The task — In the entries below, find the lines with the word "commit" and copy them.

Records supplied —
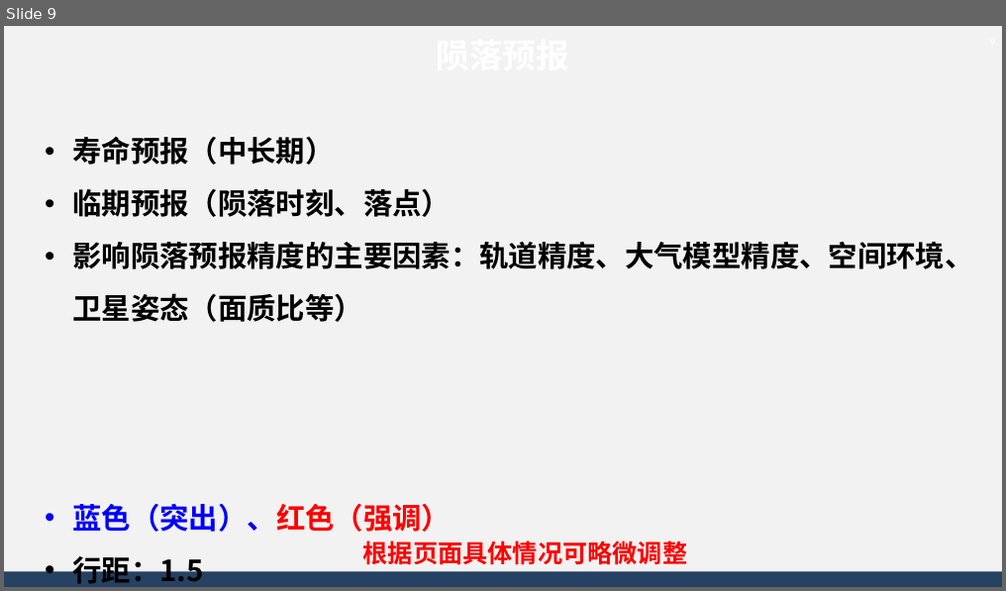
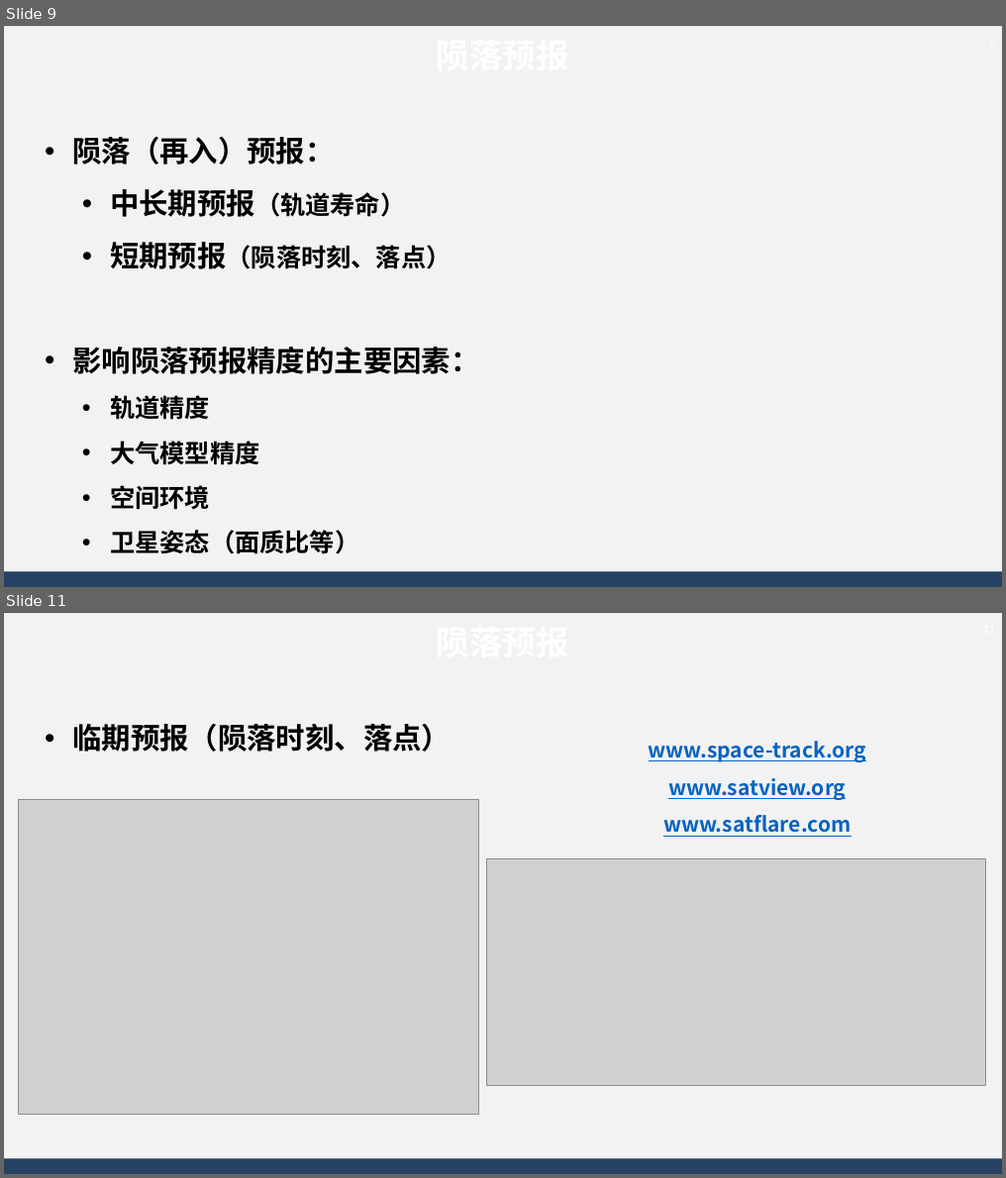
Before and after one commit to AsBackup/DAOSSA, a slide deck: 10 大气阻力摄动，大气密度模型，陨落预报.pptx. Shown one above the other, each under a label of ours: slide 9 before the commit, slides 9 and 11 after it; the slides between them are not shown. The pictures are 1006x591 and 1006x1178 pixels, drawn with LibreOffice and Linux fonts; fonts in the diff are those of the drawing; grey boxes stand for pictures; background and template pictures are left out. Boxes give left, top, right and bottom in pixels: in the first picture for what was removed or moved away, otherwise in the second. Text is boxed around its words. In the diff, an @@ line names an element or a change of style, - is before the commit and + after.

```diff
--- a/10 大气阻力摄动，大气密度模型，陨落预报.pptx
+++ b/10 大气阻力摄动，大气密度模型，陨落预报.pptx
@@ slide 11 added at [4,613,1002,1174], background #F2F2F2; not listed: 1 template element that a slide beside it also shows @@
@@ page number added at [966,613,1002,643], 12 pt, text #FFFFFF @@
+11
@@ text added at [72,724,450,752], 28 pt, text #000000, bold @@
+• 临期预报（陨落时刻、落点）
@@ text added at [72,724,450,752], 32 pt, text #FFFFFF, bold @@
+陨落预报
@@ text added at [648,741,867,837], 20 pt, text #0563C1, bold, underline @@
+www.space-track.org
+www.satview.org
+www.satflare.com
@@ picture added at [18,799,478,1115] @@
@@ picture added at [487,859,986,1086] @@
@@ slide 9 changed as well @@
@@ text at [72,137,479,555]: text changed; size 28 to 24 pt @@
-• 寿命预报（中长期）
-• 临期预报（陨落时刻、落点）
-• 影响陨落预报精度的主要因素：轨道精度、大气模型精度、空间环境、卫星姿态（面质比等）
-• 蓝色（突出）、红色（强调）
-• 行距：1.5
+• 陨落（再入）预报：
+  • 中长期预报（轨道寿命）
+  • 短期预报（陨落时刻、落点）
+• 影响陨落预报精度的主要因素：
+  • 轨道精度
+  • 大气模型精度
+  • 空间环境
+  • 卫星姿态（面质比等）
@@ text removed at [363,541,688,566] @@
-根据页面具体情况可略微调整
```
Also in this commit, not shown: 3 other slides changed, 6 other slides added, 5 slides removed.

The completed task —
Before and after one commit to AsBackup/DAOSSA, a slide deck: 10 大气阻力摄动，大气密度模型，陨落预报.pptx. Shown one above the other, each under a label of ours: slide 9 before the commit, slides 9 and 11 after it; the slides between them are not shown. The pictures are 1006x591 and 1006x1178 pixels, drawn with LibreOffice and Linux fonts; fonts in the diff are those of the drawing; grey boxes stand for pictures; background and template pictures are left out. Boxes give left, top, right and bottom in pixels: in the first picture for what was removed or moved away, otherwise in the second. Text is boxed around its words. In the diff, an @@ line names an element or a change of style, - is before the commit and + after.
Also in this commit, not shown: 3 other slides changed, 6 other slides added, 5 slides removed.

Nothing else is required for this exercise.